Re: ZFS: Rescue FAULTED Pool
- Reply: Dennis Clarke : "Re: ZFS: Rescue FAULTED Pool"
- Reply: Andriy Gapon : "Re: ZFS: Rescue FAULTED Pool"
- In reply to: Allan Jude : "Re: ZFS: Rescue FAULTED Pool"
- Go to: [ bottom of page ] [ top of archives ] [ this month ]
Date: Sat, 01 Feb 2025 08:57:15 UTC
Am Thu, 30 Jan 2025 16:13:56 -0500
Allan Jude <allanjude@freebsd.org> schrieb:
> On 1/30/2025 6:35 AM, A FreeBSD User wrote:
> > Am Wed, 29 Jan 2025 03:45:25 -0800
> > David Wolfskill <david@catwhisker.org> schrieb:
> >
> > Hello, thanks for responding.
> >
> >> On Wed, Jan 29, 2025 at 11:27:01AM +0100, FreeBSD User wrote:
> >>> Hello,
> >>>
> >>> a ZFS pool (RAINDZ(1)) has been faulted. The pool is not importable
> >>> anymore. neither with import -F/-f.
> >>> Although this pool is on an experimental system (no backup available)

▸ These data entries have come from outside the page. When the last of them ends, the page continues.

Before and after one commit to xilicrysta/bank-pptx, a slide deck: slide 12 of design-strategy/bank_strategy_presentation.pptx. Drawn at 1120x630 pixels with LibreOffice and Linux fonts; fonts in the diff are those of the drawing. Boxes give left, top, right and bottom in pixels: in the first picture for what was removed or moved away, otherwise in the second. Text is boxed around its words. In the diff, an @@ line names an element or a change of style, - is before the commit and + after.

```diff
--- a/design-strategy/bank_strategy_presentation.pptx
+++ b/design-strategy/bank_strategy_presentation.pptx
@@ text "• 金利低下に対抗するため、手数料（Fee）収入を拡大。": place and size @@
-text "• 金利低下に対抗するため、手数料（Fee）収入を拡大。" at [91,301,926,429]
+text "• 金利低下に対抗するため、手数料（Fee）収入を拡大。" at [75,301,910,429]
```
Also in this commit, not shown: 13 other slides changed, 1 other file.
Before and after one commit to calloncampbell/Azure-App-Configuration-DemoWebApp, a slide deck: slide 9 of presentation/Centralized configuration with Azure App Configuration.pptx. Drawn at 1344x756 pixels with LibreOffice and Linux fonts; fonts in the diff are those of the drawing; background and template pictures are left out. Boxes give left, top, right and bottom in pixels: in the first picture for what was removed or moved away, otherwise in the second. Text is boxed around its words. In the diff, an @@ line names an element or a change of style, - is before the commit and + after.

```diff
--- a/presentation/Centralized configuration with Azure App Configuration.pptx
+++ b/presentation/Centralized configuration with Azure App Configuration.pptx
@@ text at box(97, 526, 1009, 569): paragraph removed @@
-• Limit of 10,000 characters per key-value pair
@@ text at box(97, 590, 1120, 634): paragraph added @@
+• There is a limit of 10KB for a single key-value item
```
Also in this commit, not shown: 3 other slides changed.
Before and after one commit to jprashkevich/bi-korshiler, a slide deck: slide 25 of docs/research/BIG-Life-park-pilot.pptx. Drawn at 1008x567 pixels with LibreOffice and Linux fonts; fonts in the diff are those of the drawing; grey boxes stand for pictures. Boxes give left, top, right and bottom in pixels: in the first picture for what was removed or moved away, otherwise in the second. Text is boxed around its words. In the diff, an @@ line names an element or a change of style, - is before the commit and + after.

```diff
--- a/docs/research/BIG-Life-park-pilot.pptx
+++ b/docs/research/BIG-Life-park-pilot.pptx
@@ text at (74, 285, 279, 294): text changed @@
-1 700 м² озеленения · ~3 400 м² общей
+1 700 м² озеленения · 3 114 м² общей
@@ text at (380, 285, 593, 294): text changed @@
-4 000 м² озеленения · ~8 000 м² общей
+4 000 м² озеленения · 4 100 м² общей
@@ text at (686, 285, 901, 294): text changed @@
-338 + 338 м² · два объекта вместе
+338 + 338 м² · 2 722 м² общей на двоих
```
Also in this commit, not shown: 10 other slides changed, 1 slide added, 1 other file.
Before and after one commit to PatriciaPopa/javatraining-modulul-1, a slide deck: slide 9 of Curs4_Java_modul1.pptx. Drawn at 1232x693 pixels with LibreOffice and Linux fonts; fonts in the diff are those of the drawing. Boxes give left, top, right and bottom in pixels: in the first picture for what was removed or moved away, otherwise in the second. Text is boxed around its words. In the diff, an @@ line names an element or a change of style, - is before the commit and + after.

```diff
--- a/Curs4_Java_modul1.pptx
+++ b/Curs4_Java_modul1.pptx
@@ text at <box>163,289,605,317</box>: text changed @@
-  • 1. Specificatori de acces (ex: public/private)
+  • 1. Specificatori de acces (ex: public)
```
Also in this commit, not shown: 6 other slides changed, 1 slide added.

> >>> it contains some data to reconstruct them would take a while, so I'd
> >>> like to ask whether there is a way to try to "de-fault" such a pool.
> >>
> >> Well, 'zpool clear ...' "Clears device errors in a pool." (from "man
> >> zpool".
> >>
> >> It is, however, not magic -- it doesn't actually fix anything.
> >
> > For the record: I tried EVERY network/search available method useful for common
> > "administrators", but hoped people are abe to manipulate deeper stuff via zdb ...
> >
> >>
> >> (I had an issue with a zpool which had a single SSD device as a ZIL; the
> >> ZIL device failed after it had accepted some data to be written to the
> >> pool, but before the data could be read and transferred to the spinning
> >> disks. ZFS was quite unhappy about that. I was eventually able to copy
> >> the data elsewhere, destroy the old zpool, recreate it *without* that
> >> single point of failure, then copy the data back. And I learned to
> >> never create a zpool with a *single* device as a separate ZIL.)
> >
> > Well, in this case I do not use dedicated ZIL drives. I also made several experiences with
> > "single" ZIL drive setups, but a dedicated ZIL is mostly useful in cases were you have
> > graveyard full of inertia-suffering, mass-spinning HDDs - if I'm right the concept of SSD
> > based ZIL would be of no use/effect in that case. So I ommited tose.
> >
> >>
> >>> The pool is comprised from 7 drives as a RAIDZ1, one of the SSDs
> >>> faulted but I pulled the wrong one, so the pool ran into suspended
> >>> state.
> >>
> >> Can you put the drive you pulled back in?
> >
> > Every single SSD originally plugged in is now back in place, even the faulted one (which
> > doesn't report any faults at the moment).
> >
> > Although the pool isn't "importable", zdb reports its existence, amongst zroot (which
> > resides on a dedicated drive).
> >
> >>
> >>> The host is running the lates Xigmanas BETA, which is effectively
> >>> FreeBSD 14.1-p2, just for the record.
> >>>
> >>> I do not want to give up, since I hoped there might be a rude but
> >>> effective way to restore the pool even under datalosses ...
> >>>
> >>> Thanks in advance,
> >>>
> >>> Oliver
> >>> ....
> >>
> >> Good luck!
> >>
> >> Peace,
> >> david
> >
> >
> > Well, this is a hard and painful lecture to learn, if there is no chance to get back the
> > pool.
> >
> > A warning (but this seems to be useless in the realm of professionals): I used a bunch of
> > cheap spotmarket SATA SSDs, a brand called "Intenso" common also here in Good old Germany.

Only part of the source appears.